Aussie firm to mine titanium sands in Puttalam | Sunday Observer

Aussie firm to mine titanium sands in Puttalam

Mineral deposits in Puttalam

Australia’s Iluka Resources has estimated that its Puttalam mineral sands deposit has 56 million tonnes of titanium-bearing heavy minerals, enough to support a mining operation with a life of over 20 years, its Country Manager in Sri Lanka, Robert M. Tyler said.


Robert M. Tyler 

Iluka currently holds six mineral exploration licenses in the Puttalam district of the North Western Province and has held preliminary discussions with several ministries and agencies, including the Board of Investment, on plans to develop the deposit.
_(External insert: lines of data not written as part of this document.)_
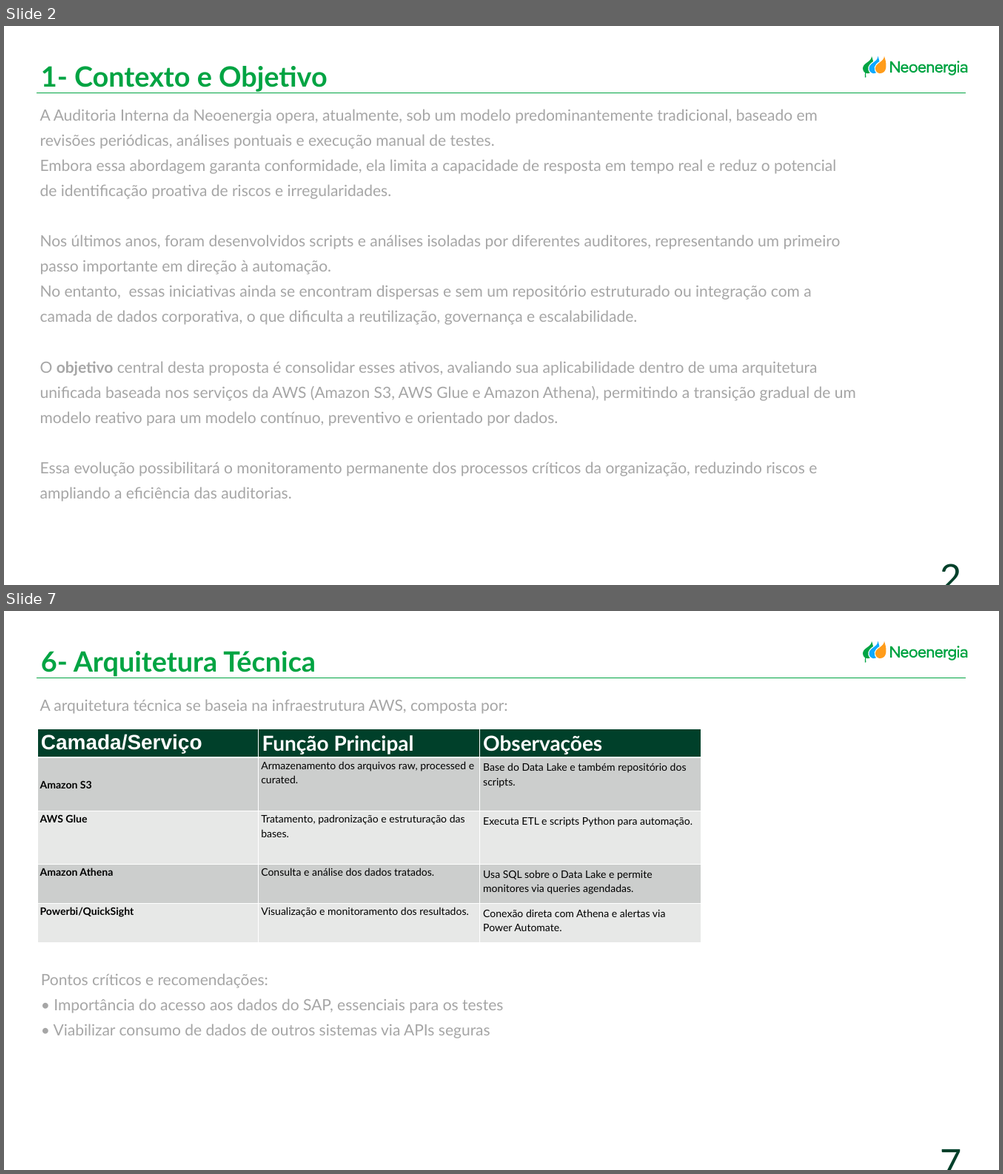
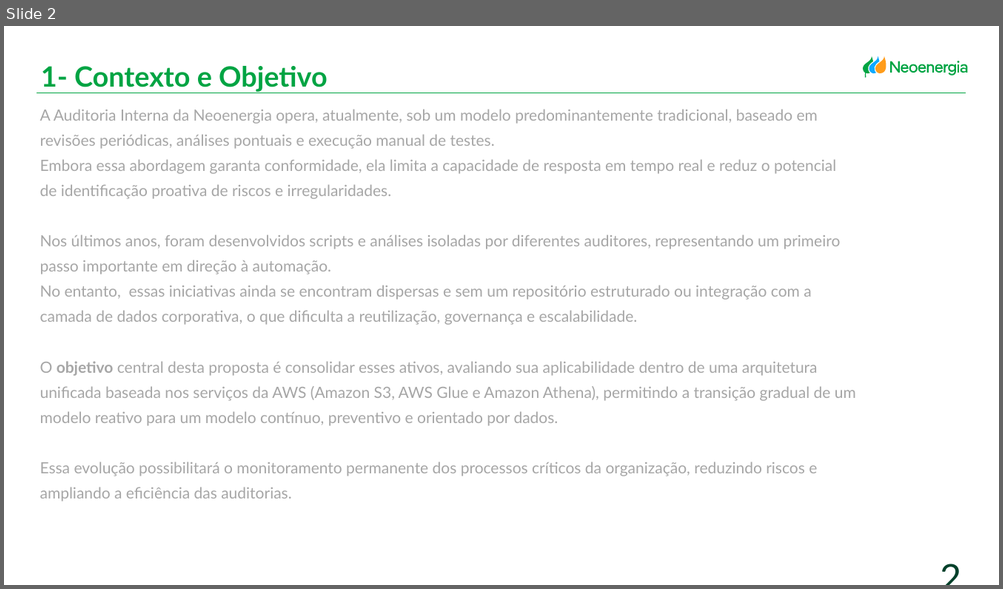
Before and after one commit to larissafeitosa24/MVP_MODULO2_PUCRIO, a slide deck: Proposta Auditoria.pptx. Shown one above the other, each under a label of ours: slides 2 and 7 before the commit, slide 2 after it; the slides between them are not shown. The pictures are 1003x1174 and 1003x589 pixels, drawn with LibreOffice and Linux fonts; fonts in the diff are those of the drawing. Boxes give left, top, right and bottom in pixels: in the first picture for what was removed or moved away, otherwise in the second. Text is boxed around its words. In the diff, an @@ line names an element or a change of style, - is before the commit and + after.

```diff
--- a/Proposta Auditoria.pptx
+++ b/Proposta Auditoria.pptx
@@ slide 7 removed at box(4, 611, 999, 1170), background #FFFFFF; not listed: 14 template elements that a slide beside it also shows @@
@@ text removed at box(41, 651, 316, 677) @@
-6- Arquitetura Técnica
@@ line removed from (37, 678) to (965, 678) @@
@@ title removed at box(40, 699, 508, 714) @@
-A arquitetura técnica se baseia na infraestrutura AWS, composta por:
@@ table removed at box(37, 729, 701, 952), 5 rows, 3 columns @@
-Camada/Serviço | Função Principal | Observações
-Amazon S3 | Armazenamento dos arquivos raw, processed e curated. | Base do Data Lake e também repositório dos scripts.
-AWS Glue | Tratamento, padronização e estruturação das bases. | Executa ETL e scripts Python para automação.
-Amazon Athena | Consulta e análise dos dados tratados. | Usa SQL sobre o Data Lake e permite monitores via queries agendadas.
-Powerbi/QuickSight | Visualização e monitoramento dos resultados. | Conexão direta com Athena e alertas via Power Automate.
@@ text removed at box(41, 974, 503, 1039) @@
-Pontos críticos e recomendações:
-• Importância do acesso aos dados do SAP, essenciais para os testes
-• Viabilizar consumo de dados de outros sistemas via APIs seguras
@@ page number removed at box(915, 1137, 966, 1157) @@
-7
```
Also in this commit, not shown: 4 slides changed, 3 slides added, 4 other slides removed.

“This engagement has been positive,” Tyler told the Business Observer. “However due to the early stage of the project, no formal agreements have yet been concluded.”

Iluka has identified a mineral resource of approximately 700 million tonnes of mineralised sands. “This is estimated to contain heavy minerals at a grade of 8 per cent, which equates to 56 million tonnes,” Tyler said. “The principal heavy minerals of interest are the titanium bearing minerals, ilmenite and rutile, with a third potential product being zircon,” Tyler said.

Production volumes have not yet been determined but scoping studies suggest the mineral resource will support a mining operation with a life in excess of 20 years, he said.

Tyler said Iluka’s decision on whether to export the three mineral products or further upgrade the ore into more refined products will be depend on the results of ongoing feasibility studies.

Asked about the prospects for having a minerals separation plant and a pigment plant, Tyler said, “Iluka’s mineral sands operations have historically included both on-site processing and subsequent physical separation (i.e. value addition of the concentrate) in-country, to produce the final products of ilmenite, rutile and zircon.”

Ilmenite and rutile products will end up in global pigment and potentially titanium metal markets, Tyler said.

“The zircon products could feed the ceramics, refractory and casting industries as well as various zirconium chemicals end markets.

The products produced by Iluka are currently supplied to more 250 customers across these industries in over 40 countries.”

Tyler said the size of Iluka’s investment in the project will also depend on the results of ongoing feasibility studies, which will consider factors such as production rates, mining methods and infrastructure requirements.

“Similar mineral sands projects undertaken elsewhere have typically resulted in the investment of hundreds of millions of dollars,” he said.

Asked about surface access rights and concessions such as tax breaks Iluka is seeking from the government, Tyler said Iluka is holding “early stage discussions with land owners regarding access rights and the government, to seek an investment agreement with terms and conditions appropriate for a project of this nature.”

Tyler said Iluka is committed to operating in a sustainable manner . “As such, Iluka will bring industry leading practices to the Sri Lankan minerals sector.”